I rented an SW99 last year - 1st time, I wasn't a huge fan of it. Very accurate, but it took a while to get used to the different mag release and the different trigger system. Rented it 2 more times a few months later and fell in love with it. I LOVE the SA pull on it. I also shot it as well as the Glock 34, a gun with an inch longer barrel. MY mom was with me 1 time, and she even liked it (her first time ever shooting a gun in her life) - I ended up buying one soon after - I will admit that I wanted a Walther P99 instead, but I could not get a full size one w/ the A/S trigger in my area.
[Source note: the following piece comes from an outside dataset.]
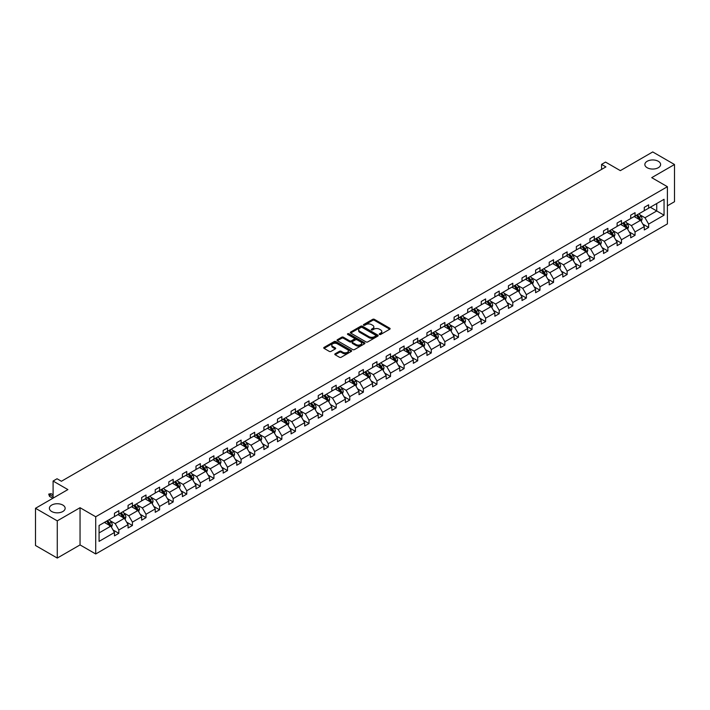 <?xml version="1.0" encoding="UTF-8"?>
<svg xmlns="http://www.w3.org/2000/svg" width="710" height="710" viewBox="0 0 710 710"><rect width="100%" height="100%" fill="white"/><g stroke="black" fill="none" stroke-linecap="round" stroke-linejoin="round"><path stroke-width="1.06" d="M62.844 505.076A7.881 4.553 0 0 0 54.253 504.082A7.881 4.553 0 0 0 49.389 508.289A7.881 4.553 0 0 0 51.697 511.511A7.881 4.553 0 0 0 60.288 512.496A7.881 4.553 0 0 0 65.151 508.289A7.881 4.553 0 0 0 62.844 505.076M658.303 161.285A7.881 4.553 0 0 0 649.712 160.3A7.881 4.553 0 0 0 644.849 164.507A7.881 4.553 0 0 0 647.156 167.72A7.881 4.553 0 0 0 655.747 168.705A7.881 4.553 0 0 0 660.611 164.507A7.881 4.553 0 0 0 658.303 161.285M379.495 334.454A0.843 0.488 0 0 0 380.693 334.454L389.772 329.209A1.207 0.701 0 0 0 390.127 328.712A1.207 0.701 0 0 0 389.772 328.224L374.383 319.34A1.207 0.701 0 0 0 372.679 319.34L363.6 324.585A0.843 0.488 0 0 0 364.789 325.269L365.969 324.594A3.869 2.236 0 0 1 371.436 324.594L372.723 325.331A3.869 2.236 0 0 1 373.851 326.911A3.869 2.236 0 0 1 372.723 328.49L371.543 329.174A0.843 0.488 0 0 0 372.741 329.866L373.913 329.183A3.869 2.236 0 0 1 379.389 329.183L380.666 329.928A3.869 2.236 0 0 1 381.802 331.499A3.869 2.236 0 0 1 380.666 333.079L379.495 333.762A0.843 0.488 0 0 0 379.495 334.454L379.495 333.762M667.4 205.811L674.5 201.711L674.5 164.507L652.73 151.94L620.336 170.64L605.532 162.093L601.574 164.383L601.574 169.406M57.27 558.06L80.044 544.916L80.044 507.712L57.27 520.856L57.27 558.06L35.5 545.493L35.5 508.289L67.894 489.589L53.09 481.043L53.09 498.136M57.27 520.856L35.5 508.289M335.155 353.784A1.207 0.701 0 0 0 334.8 354.281A1.207 0.701 0 0 0 335.155 354.769L339.469 357.263A1.207 0.701 0 0 0 341.182 357.263L351.264 351.441A1.207 0.701 0 0 0 351.619 350.944A1.207 0.701 0 0 0 351.264 350.456L335.883 341.572A1.207 0.701 0 0 0 334.17 341.572L324.088 347.394A1.207 0.701 0 0 0 323.733 347.891A1.207 0.701 0 0 0 324.088 348.379L329.298 351.388A1.207 0.701 0 0 0 331.011 351.388L335.324 348.903A1.207 0.701 0 0 0 335.679 348.406A1.207 0.701 0 0 0 335.324 347.909L332.741 346.418A3.231 1.864 0 0 1 331.792 345.095A3.231 1.864 0 0 1 333.789 343.374A3.231 1.864 0 0 1 337.312 343.782L347.438 349.631A3.231 1.864 0 0 1 348.388 350.944A3.231 1.864 0 0 1 346.391 352.675A3.231 1.864 0 0 1 342.868 352.267L341.182 351.29A1.207 0.701 0 0 0 339.469 351.29L335.155 353.784L335.155 354.769L339.469 352.293L339.469 351.29M53.09 481.043L57.048 478.753L61.406 481.265L605.923 166.894L601.574 164.383M80.044 507.712L95.717 516.765L667.4 186.703L667.4 223.907L95.717 553.969L95.717 516.765M674.5 164.507L651.727 177.651L667.4 186.703M366.049 341.918A1.207 0.701 0 0 0 367.762 341.918L377.853 336.096A1.207 0.701 0 0 0 378.199 335.599A1.207 0.701 0 0 0 377.853 335.102L362.464 326.218A1.207 0.701 0 0 0 360.751 326.218L350.669 332.049A1.207 0.701 0 0 0 350.314 332.537A1.207 0.701 0 0 0 350.669 333.034L366.049 341.918M348.06 334.632A0.843 0.488 0 0 1 348.912 334.756L364.541 343.773L354.467 349.586A1.207 0.701 0 0 1 352.764 349.586L337.374 340.702L341.696 338.235L341.696 337.223L337.374 339.717A1.207 0.701 0 0 0 337.019 340.214A1.207 0.701 0 0 0 337.374 340.702L337.374 339.717M341.696 338.235A1.207 0.701 0 0 1 343.4 338.235L343.4 337.223A1.207 0.701 0 0 0 341.696 337.223M343.4 337.223L349.639 340.827A1.207 0.701 0 0 0 351.352 340.827L354.219 339.176A1.207 0.701 0 0 0 354.565 338.679A1.207 0.701 0 0 0 354.219 338.191L347.722 334.437A0.843 0.488 0 0 1 348.912 333.744L364.558 342.779A1.207 0.701 0 0 1 364.913 343.276A1.207 0.701 0 0 1 364.558 343.764L364.558 342.779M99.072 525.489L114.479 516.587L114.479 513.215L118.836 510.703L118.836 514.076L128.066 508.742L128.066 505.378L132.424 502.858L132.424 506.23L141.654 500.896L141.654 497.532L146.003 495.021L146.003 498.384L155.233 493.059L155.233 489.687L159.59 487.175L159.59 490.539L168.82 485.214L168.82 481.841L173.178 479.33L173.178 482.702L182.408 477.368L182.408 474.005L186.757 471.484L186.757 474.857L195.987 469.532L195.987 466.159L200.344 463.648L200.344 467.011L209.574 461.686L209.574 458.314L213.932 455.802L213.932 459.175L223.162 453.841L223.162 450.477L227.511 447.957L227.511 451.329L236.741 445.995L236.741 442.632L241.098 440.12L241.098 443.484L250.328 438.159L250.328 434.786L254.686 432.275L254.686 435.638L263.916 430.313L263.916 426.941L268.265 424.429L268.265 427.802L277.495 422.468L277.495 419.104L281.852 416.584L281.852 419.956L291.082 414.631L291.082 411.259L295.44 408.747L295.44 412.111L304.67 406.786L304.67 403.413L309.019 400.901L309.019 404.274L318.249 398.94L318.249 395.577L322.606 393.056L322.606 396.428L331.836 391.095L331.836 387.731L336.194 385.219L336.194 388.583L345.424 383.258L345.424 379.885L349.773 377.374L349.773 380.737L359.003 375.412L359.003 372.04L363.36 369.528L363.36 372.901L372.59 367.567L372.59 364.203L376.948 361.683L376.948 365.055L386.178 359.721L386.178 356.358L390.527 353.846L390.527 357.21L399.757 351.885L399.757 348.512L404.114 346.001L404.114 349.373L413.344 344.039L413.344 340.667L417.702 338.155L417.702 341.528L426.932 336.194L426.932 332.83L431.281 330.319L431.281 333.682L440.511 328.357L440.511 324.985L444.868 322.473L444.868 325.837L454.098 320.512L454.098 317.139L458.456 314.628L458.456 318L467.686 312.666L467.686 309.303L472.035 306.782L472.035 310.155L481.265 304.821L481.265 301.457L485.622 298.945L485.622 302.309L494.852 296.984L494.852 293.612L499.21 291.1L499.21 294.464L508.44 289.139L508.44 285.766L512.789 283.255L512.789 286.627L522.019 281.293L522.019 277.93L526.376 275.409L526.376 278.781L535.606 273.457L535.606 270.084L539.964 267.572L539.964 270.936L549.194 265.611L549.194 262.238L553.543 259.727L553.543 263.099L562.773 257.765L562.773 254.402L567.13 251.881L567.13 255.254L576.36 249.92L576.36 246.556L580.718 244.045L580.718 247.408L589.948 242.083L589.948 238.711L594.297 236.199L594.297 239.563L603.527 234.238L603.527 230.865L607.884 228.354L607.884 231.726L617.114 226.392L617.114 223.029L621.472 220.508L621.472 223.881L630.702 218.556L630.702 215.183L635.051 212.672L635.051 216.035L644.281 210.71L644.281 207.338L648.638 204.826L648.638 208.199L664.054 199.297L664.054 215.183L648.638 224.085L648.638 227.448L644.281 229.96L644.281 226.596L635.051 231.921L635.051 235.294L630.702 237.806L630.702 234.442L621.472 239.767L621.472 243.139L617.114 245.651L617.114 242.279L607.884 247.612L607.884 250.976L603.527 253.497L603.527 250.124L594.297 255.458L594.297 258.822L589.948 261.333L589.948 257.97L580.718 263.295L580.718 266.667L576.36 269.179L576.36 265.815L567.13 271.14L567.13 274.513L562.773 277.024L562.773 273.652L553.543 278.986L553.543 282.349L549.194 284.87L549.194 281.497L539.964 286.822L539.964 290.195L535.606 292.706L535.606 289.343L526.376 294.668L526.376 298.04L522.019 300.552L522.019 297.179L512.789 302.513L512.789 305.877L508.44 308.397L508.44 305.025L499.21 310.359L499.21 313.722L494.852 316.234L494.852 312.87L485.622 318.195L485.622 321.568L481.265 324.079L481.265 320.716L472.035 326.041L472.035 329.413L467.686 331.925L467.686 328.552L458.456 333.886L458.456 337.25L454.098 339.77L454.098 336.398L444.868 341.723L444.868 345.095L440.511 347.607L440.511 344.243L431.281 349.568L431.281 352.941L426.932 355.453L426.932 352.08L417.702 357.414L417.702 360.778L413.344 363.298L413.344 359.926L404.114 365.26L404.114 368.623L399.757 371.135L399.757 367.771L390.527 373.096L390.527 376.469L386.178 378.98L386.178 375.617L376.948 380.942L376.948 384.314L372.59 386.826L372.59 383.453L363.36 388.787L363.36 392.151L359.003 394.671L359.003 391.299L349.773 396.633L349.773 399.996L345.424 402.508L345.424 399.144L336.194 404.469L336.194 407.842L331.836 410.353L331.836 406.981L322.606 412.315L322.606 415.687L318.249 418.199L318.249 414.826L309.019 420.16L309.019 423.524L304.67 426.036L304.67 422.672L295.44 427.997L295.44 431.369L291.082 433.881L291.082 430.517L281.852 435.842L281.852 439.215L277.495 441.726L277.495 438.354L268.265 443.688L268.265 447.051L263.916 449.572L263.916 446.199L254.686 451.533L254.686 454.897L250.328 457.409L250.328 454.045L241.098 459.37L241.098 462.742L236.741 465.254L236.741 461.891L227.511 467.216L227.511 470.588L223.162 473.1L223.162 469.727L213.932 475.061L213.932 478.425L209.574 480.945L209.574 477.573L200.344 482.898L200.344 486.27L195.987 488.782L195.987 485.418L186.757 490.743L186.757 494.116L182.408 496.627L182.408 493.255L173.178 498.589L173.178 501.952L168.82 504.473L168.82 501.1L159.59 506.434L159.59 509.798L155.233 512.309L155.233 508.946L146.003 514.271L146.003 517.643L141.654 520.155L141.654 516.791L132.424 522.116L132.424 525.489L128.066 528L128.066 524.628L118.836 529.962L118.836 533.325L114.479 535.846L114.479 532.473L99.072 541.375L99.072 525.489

So, I settled on the SW99 - It is the same gun as the Walther anyway, it just has cosmetic differences.

Finally, I shot my Glock 26 again in Oct, and I had had enough - I carried that gun for 8 years because of the tennifer finish and it's resistance to rust, but I hated it. But, by then, I had finally found out that the Walther P99s also come with a tennifer finish. Luckily, I was able to get a compact Walther P99 - I sold the Glock 26, and I like the compact Walther much better. 

As for the XD - I have rented one before, and I shot it pretty well. It's not bad. This whole slide rusting thing has given me pause, but if I ever get one, I would probably hard chrome the slide anyway, so it wouldn't matter then. MAYBE 1 day I will get an XD - I would like an OD green one, since I wasn't able to get an OD green Glock 34 (I still want 1 green gun  ) .

I think my next gun purchase this year will be another 1911 - a Kimber, and then who knows after that. I'd like a 45 XD, but I will tell you - the .45 ammo gets expensive very quick...


----------